Each company should have specific business drivers that fall into these four categories. All of these drivers should be evaluated in the business case that gets presented to the business owners of the portfolio. The business should tailor the specific drivers within each category to meet the overall company goals and objectives. Then weights should be assigned to each business driver.
Here is an example: Let's say that Strategic fit is a driver you wish to measure. You can apply a weight of 1 for low, 2 for medium, and 3 for high. For ROI or NPV, set some thresholds for low, medium, and high (low < $1M, Med < $10MM, High >=$10MM for a small company). After entering in all the weighted business drivers, sum up the total for each project and you get the Net Weighted Portfolio Value (NWPV).

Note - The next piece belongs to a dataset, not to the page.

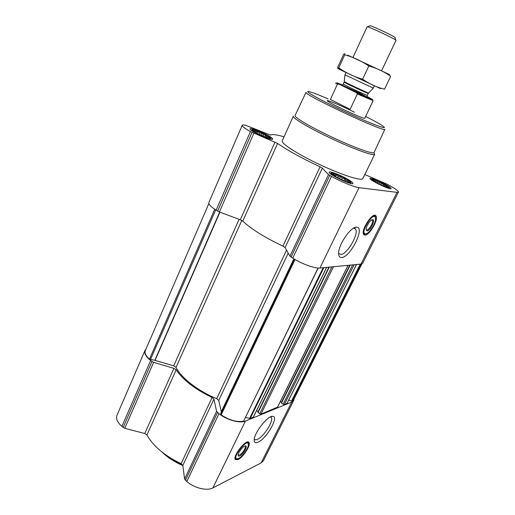 <?xml version="1.0" encoding="UTF-8"?>
<svg xmlns="http://www.w3.org/2000/svg" width="515" height="515" viewBox="0 0 515 515"><rect width="100%" height="100%" fill="white"/><g stroke="black" fill="none" stroke-linecap="round" stroke-linejoin="round"><path stroke-width="0.77" d="M353.618 228.171L355.421 228.982C359.451 233.295 347.155 254.642 340.782 254.462L338.632 253.258M252.987 130.488L254.037 131.261L254.429 130.501L256.213 131.737L257.674 131.518L259.65 133.012L261.839 133.25L263.448 134.743L265.856 135.252L266.609 136.488L268.663 137.003L268.309 137.775L269.519 138.033M266.307 135.001C270.388 137.331 271.244 138.335 268.875 138.014C265.56 137.441 256.026 133.108 253.399 130.984C249.299 127.952 259.438 131.145 266.307 135.001M373.369 180.694L373.414 179.993L374.881 181.068L375.976 180.739L377.798 182.13L379.697 182.291L381.338 183.752L383.611 184.228L384.589 185.503L386.694 186.063L386.681 186.926L388.123 187.293L387.673 187.466M383.971 183.964C388.664 186.591 389.9 187.756 387.692 187.473C384.641 186.887 375.3 182.4 372.995 180.405C369.789 177.907 377.553 180.443 383.971 183.964M332.239 174.212L333.076 174.855L333.257 173.922L334.975 175.132L336.308 174.785L338.368 176.342L340.557 176.529L342.346 178.158L344.889 178.699L345.887 180.108L348.179 180.726L348.05 181.679L349.556 182.078L348.97 182.278M345.314 178.402C350.451 181.357 351.565 182.625 348.661 182.213C345.05 181.492 335.606 177.012 332.799 174.694C328.486 171.418 337.911 174.25 345.314 178.402M288.735 400.026L292.23 401.282L293.505 399.949L361.865 263.912M208.865 203.528L145.339 350.58C144.425 352.994 145.803 355.859 149.479 359.174L154.835 360.307L219.699 212.083M154.835 360.307L173.697 365.856L176.027 367.42C181.447 378.081 198.043 391.033 216.699 398.649L218.74 400.451L221.308 411.685L220.716 414.221L221.154 414.897C229.542 420.304 237.029 422.397 243.614 421.161L318.173 268.038M349.872 265.154L281.312 402.749L283.115 404.249L284.293 404.59L287.042 403.271M328.969 267.156L257.841 412.193L259.702 413.783L260.957 414.137L277.501 407.159M245.578 417.401L250.181 418.547L253.399 416.983M284.074 136.81C276.594 134.627 272.087 134.055 270.536 135.097L245.732 125.312C243.634 124.842 242.468 124.836 242.217 125.293C242.011 126.284 244.747 128.377 250.425 131.563L277.585 143.428C287.306 150.251 301.462 158.054 320.066 166.828L322.339 168.167L328.506 174.611L331.493 176.413C341.085 181.769 354.468 187.222 359.013 187.672L397.02 192.346L398.436 192.127C398.475 190.936 394.947 188.4 387.834 184.518L364.807 174.54M242.217 125.293L208.878 202.498C208.369 204.178 210.79 206.74 216.152 210.184L219.416 211.98L240.286 219.744L242.771 221.135C251.532 229.252 264.922 237.582 282.941 246.131L285.059 247.612L289.958 256.161L292.726 258.163C301.751 263.905 314.968 268.669 319.905 268.025L360.989 264.092L362.657 263.307L398.436 192.127M364.961 235.143L363.751 234.576C360.23 230.836 373.027 211.202 375.905 215.907C378.905 219.036 369.487 235.561 364.961 235.143M341.612 257.487C339.713 257.577 338.722 256.29 338.632 253.631C338.046 245.333 350.528 226.793 356.367 227.237C365.792 226.362 350.451 257.519 341.612 257.487M384.924 184.1C389.128 186.398 391.213 187.898 391.175 188.593C390.898 190.499 368.553 179.754 369.982 178.402C371.888 178.081 376.871 179.98 384.924 184.1M267.678 135.297C271.135 137.215 272.815 138.49 272.718 139.114C272.499 141.271 248.571 130.398 250.032 128.795C250.245 127.566 260.905 131.512 267.678 135.297M346.505 178.57C350.876 181.01 353.02 182.638 352.923 183.443C352.537 185.825 327.489 173.948 329.175 172.19C329.484 170.941 339.372 174.604 346.505 178.57M362.843 178.583C361.871 181.325 342.211 175.139 320.098 164.761C297.96 154.41 280.701 143.299 282.265 140.84L293.344 116.178C292.089 117.941 309.83 128.48 332.175 138.934C354.513 149.414 374.038 156.328 374.669 154.275L362.843 178.583M256.644 410.519L258.112 411.627L328.918 267.163L257.841 412.193M280.424 401.423L281.525 402.234L349.782 265.167M146.015 349.009L145.024 350.367C143.981 353.251 145.848 356.631 150.618 360.506L153.618 362.373L173.883 368.334L144.754 433.527L124.772 428.3L121.894 426.407C117.362 422.364 115.727 418.669 116.976 415.309L145.024 350.367M294.168 398.642L293.808 400.277L291.709 402.06L245.417 421.058C239.829 423.6 226.986 420.06 218.984 413.674L216.596 411.331L213.944 399.17L212.096 397.451C195.185 389.353 183.205 380.134 176.156 369.796L173.883 368.334M176.156 369.796L146.936 435.014L144.754 433.527M146.936 435.014C153.277 446.215 164.665 455.769 181.1 463.674L182.825 465.483L184.582 479.059L186.81 481.531C194.38 488.156 207.049 491.201 212.875 487.911L261.163 462.888L263.435 460.7L293.808 400.277M237.962 459.644L235.284 459.528C232.439 455.917 246.891 438.072 248.99 442.527C251.069 445.018 243.08 457.423 237.962 459.644M258.17 442.147C255.517 443.318 254.191 442.578 254.204 439.932C254.043 432.87 267.884 415.322 272.699 416.345C279.355 416.178 266.673 438.626 258.17 442.147M365.656 116.454C375.409 121.418 381.448 124.836 383.765 126.716C388.059 130.218 369.023 122.963 344.941 111.665C320.845 100.393 303.18 90.453 308.697 91.548C311.652 92.146 318.135 94.593 328.145 98.893M367.021 96.537L372.609 99.459C373.266 100.193 367.922 97.953 356.586 92.745L357.346 93.975L373.169 100.676L364.807 118.244C365.244 120.092 325.532 101.487 327.321 100.683C327.321 99.762 343.042 106.476 354.481 112.238M306.013 92.294L295.089 115.502C293.795 117.15 311.073 127.372 332.825 137.55C354.571 147.747 373.562 154.513 374.07 152.504L384.892 129.22C386.417 133.494 301.571 93.749 306.026 92.275M373.993 152.897L374.669 154.275M367.671 233.038L363.886 234.731M375.139 215.399L375.551 219.506M371.701 219.944L372.371 220.227C373.903 221.804 369.094 230.224 366.815 229.967L366.126 229.523M367.073 230.894L366.126 229.574C365.862 226.561 370.452 219.506 372.59 219.654C376.014 219.268 370.169 231.158 367.073 230.894M365.573 233.913L365.071 233.836C359.966 232.162 373.929 210.719 375.487 217.832C376.787 221.849 369.133 234.261 365.573 233.913M364.865 233.939L363.77 233.424L363.326 231.641M372.152 216.467L374.817 216.461L375.107 217.027M345.571 178.435C348.603 180.121 350.355 181.364 350.824 182.162C352.64 185.471 327.707 173.658 331.499 173.001C334.164 173.124 338.857 174.933 345.571 178.435M384.177 183.99C387.171 185.625 388.883 186.791 389.308 187.492C390.75 190.112 368.959 179.632 372.004 179.175C374.154 179.304 378.21 180.913 384.177 183.99M266.596 135.059L270.723 137.962C272.448 140.898 248.887 130.186 252.228 129.555C255.054 129.741 259.843 131.576 266.596 135.059M344.889 178.699L343.962 180.623M345.887 180.108L345.372 181.177M342.346 178.158L341.645 179.626M340.557 176.529L339.546 178.641M338.368 176.342L337.711 177.707M336.308 174.785L335.503 176.484M334.975 175.132L334.596 175.937M348.05 181.679L347.882 182.014M348.179 180.726L347.599 181.93M383.611 184.228L382.857 185.754M384.589 185.503L384.19 186.301M381.338 183.752L380.804 184.834M379.697 182.291L378.898 183.907M377.798 182.13L377.321 183.095M375.976 180.739L375.358 181.988M374.881 181.068L374.643 181.55M386.694 186.063L386.205 187.048M265.856 135.252L265.141 136.861M266.609 136.488L266.261 137.267M263.448 134.743L262.901 135.973M261.839 133.25L261.008 135.149M259.65 133.012L259.103 134.254M257.674 131.518L256.953 133.16M256.213 131.737L255.852 132.555M254.429 130.501L254.024 131.428M182.683 465.045C175.873 462.122 169.86 458.466 164.652 454.082M182.831 465.534C174.662 462.064 167.768 457.61 162.148 452.176M270.388 416.938L271.27 417.556C273.961 420.704 263.777 436.759 257.455 439.334C255.949 440.016 254.919 439.945 254.359 439.121M238.612 458.511L235.304 459.56M248.423 442.063L248.288 445.584M244.722 446.061L245.159 446.338C246.222 447.599 242.14 453.921 239.559 455.009L238.22 454.945M239.784 455.93C238.67 456.432 238.117 456.142 238.13 455.06C238.104 452.273 243.595 445.488 245.526 445.893C248.153 445.829 243.196 454.481 239.784 455.93M238.49 458.569L236.559 458.839C232.214 456.927 247.625 437.885 248.359 444.194C249.093 447.277 242.565 456.792 238.49 458.569M236.643 458.878L235.445 458.376L235.22 456.856M245.88 442.655L247.908 442.932L248.127 443.557M356.586 92.745L338.786 84.074L336.752 82.664L342.559 85.001M338.786 84.074L337.402 84.254L335.445 83.005M357.346 93.975L350.136 109.341L330.398 99.459L350.136 109.341M337.402 84.254L330.398 99.459M395.797 40.144L394.973 37.64C397.619 37.743 368.025 23.877 369.867 25.879L367.42 26.844M381.583 70.78L395.99 40.402C397.226 39.842 366.654 25.525 367.092 26.864L353 57.39M374.431 85.87L373.324 88.136L344.966 74.855L346.003 72.551M386.681 73.426C390.319 75.068 390.692 75.184 387.801 73.767L347.747 55.189M344.747 54.802C353.148 57.114 361.17 60.841 368.817 65.991C376.877 68.212 384.164 71.662 390.679 76.349L384.505 89.249L379.362 87.698C373.497 85.709 367.916 82.883 362.618 79.22C354.661 76.915 347.245 73.49 340.357 68.939L338.761 67.871C337.859 68.856 337.544 68.585 337.827 67.053L343.589 54.448C344.548 53.283 344.934 53.399 344.747 54.802L338.761 67.871M368.817 65.991L362.618 79.22M380.694 88.67L342.243 70.722C336.836 68.057 336.553 67.787 341.387 69.911M292.23 401.282L361.131 264.073M149.479 359.174L214.723 209.257M243.614 421.161L318.038 268.032M221.154 414.897L295.005 259.528M286.926 403.515L356.483 264.523M284.293 404.59L354.159 264.742M277.373 407.423L348.037 265.334M260.957 414.137L333.456 266.725M253.251 417.292L326.594 267.388M250.181 418.547L323.851 267.646M250.425 131.563L216.152 210.184M251.99 132.432L217.633 211.118M253.831 133.308L219.416 211.98M274.991 142.082L240.286 219.744M277.585 143.428L242.771 221.135M320.066 166.828L282.941 246.131M322.339 168.167L285.059 247.612M328.506 174.611L289.958 256.161M329.735 175.441L291.072 257.127M331.493 176.413L292.726 258.163M359.013 187.672L319.905 268.025M397.02 192.346L360.989 264.092M150.438 359.605L215.676 209.882M155.073 360.358L219.937 212.174M173.697 365.856L239.115 219.306M176.027 367.42L241.805 220.452M216.699 398.649L286.527 250.168M218.74 400.451L288.207 253.11M221.308 411.685L293.865 258.858M221.308 411.826L293.923 258.897M220.716 414.221L294.374 259.161M249.582 418.534L323.182 267.71M258.028 412.515L329.31 267.124M259.702 413.783L331.866 266.879M281.499 403.058L350.213 265.122M283.115 404.249L352.666 264.89M291.458 401.198L360.23 264.163M150.618 360.506L121.894 426.407M151.951 361.536L123.156 427.482M153.618 362.373L124.772 428.3M212.096 397.451L181.1 463.674M213.944 399.17L182.825 465.483M216.596 411.331L184.582 479.059M217.51 412.528L185.413 480.341M218.984 413.674L186.81 481.531M245.417 421.058L212.875 487.911M291.709 402.06L261.163 462.888M365.129 233.919L363.539 234.209M374.508 215.36L375.055 216.879M236.398 458.884L235.078 459.007M247.844 441.979L248.069 443.306M360.558 93.472L367.749 97.393L348.507 88.728L341.638 84.943L360.558 93.472M368.573 92.925L368.547 92.951C368.154 93.215 344.323 82.052 344.335 81.608L344.335 81.576M373.324 88.136L368.257 93.402C368.714 94.103 343.286 82.194 344.175 82.123L344.966 74.855M368.257 93.402L367.35 95.327C367.781 96.067 342.372 84.164 343.28 84.054L344.175 82.123M355.421 228.982L354.05 228.19M253.393 417.169L326.684 267.375M277.488 407.32L348.108 265.322M281.312 402.749L349.833 265.161M287.035 403.419L356.554 264.517M353.657 228.145L356.367 227.237M375.905 215.907L375.281 215.553M372.371 220.227L371.882 219.944M371.727 219.944L372.59 219.654M365.071 233.836L364.35 233.855M373.935 215.959L373.439 215.682M363.77 233.424L363.281 233.134M331.235 173.188L330.392 173.774M350.85 182.465L350.927 183.501M371.817 179.297L371.128 179.767M389.321 187.705L389.379 188.535M252.009 129.709L251.269 130.256M270.748 138.22L270.845 139.147M270.839 416.732L272.699 416.345M271.27 417.556L270.491 416.963M248.99 442.527L248.449 442.102M244.786 446.035L245.526 445.893M236.559 458.839L235.87 458.768M247.348 442.494L246.93 442.166M235.445 458.376L235.027 458.041M342.565 84.981L343.28 84.054M367.35 95.327L367.105 96.472M378.19 87.563L379.355 87.698M342.243 70.722L340.357 68.939"/></g></svg>

If your company does not own robust portfolio tools, you can simply use Excel. To test this out, take what you think are the top 10 projects in your company and enter all of this data in the spreadsheet. Then sort by the NWPV and see how this compares to the original top 10. You might be surprised.
Keep in mind that the NWPV is for guidance purposes only. The CFO's pet project may still be #1 but at least you gave him visibility into the value of all of the projects in your portfolio. The intent is to put all projects on a level playing field so you can use more then the standard ROI or gut feel to prioritize your IT investments.
Kaplan, J. (2005). Strategic IT portfolio management: Governing enterprise transformation. PRTM,Inc.
Handler, R., & Maizlish, B (2005). IT portfolio management: Unlocking the business value of technology. John Wiley & Sons.